##### Provided data
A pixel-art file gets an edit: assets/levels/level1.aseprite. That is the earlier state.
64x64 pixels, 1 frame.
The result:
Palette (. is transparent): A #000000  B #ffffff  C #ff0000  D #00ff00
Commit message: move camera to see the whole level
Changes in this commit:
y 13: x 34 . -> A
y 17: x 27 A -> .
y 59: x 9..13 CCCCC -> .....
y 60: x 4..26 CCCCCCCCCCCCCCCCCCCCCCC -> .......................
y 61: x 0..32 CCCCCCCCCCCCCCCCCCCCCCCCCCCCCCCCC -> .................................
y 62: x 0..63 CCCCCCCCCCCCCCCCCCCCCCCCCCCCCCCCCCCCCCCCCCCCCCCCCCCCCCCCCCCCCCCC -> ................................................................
##########
Task statement:
All of the records above need to be copied exactly.

Response to the task:
A pixel-art file gets an edit: assets/levels/level1.aseprite. That is the earlier state.
64x64 pixels, 1 frame.
The result:
Palette (. is transparent): A #000000  B #ffffff  C #ff0000  D #00ff00
Commit message: move camera to see the whole level
Changes in this commit:
y 13: x 34 . -> A
y 17: x 27 A -> .
y 59: x 9..13 CCCCC -> .....
y 60: x 4..26 CCCCCCCCCCCCCCCCCCCCCCC -> .......................
y 61: x 0..32 CCCCCCCCCCCCCCCCCCCCCCCCCCCCCCCCC -> .................................
y 62: x 0..63 CCCCCCCCCCCCCCCCCCCCCCCCCCCCCCCCCCCCCCCCCCCCCCCCCCCCCCCCCCCCCCCC -> ................................................................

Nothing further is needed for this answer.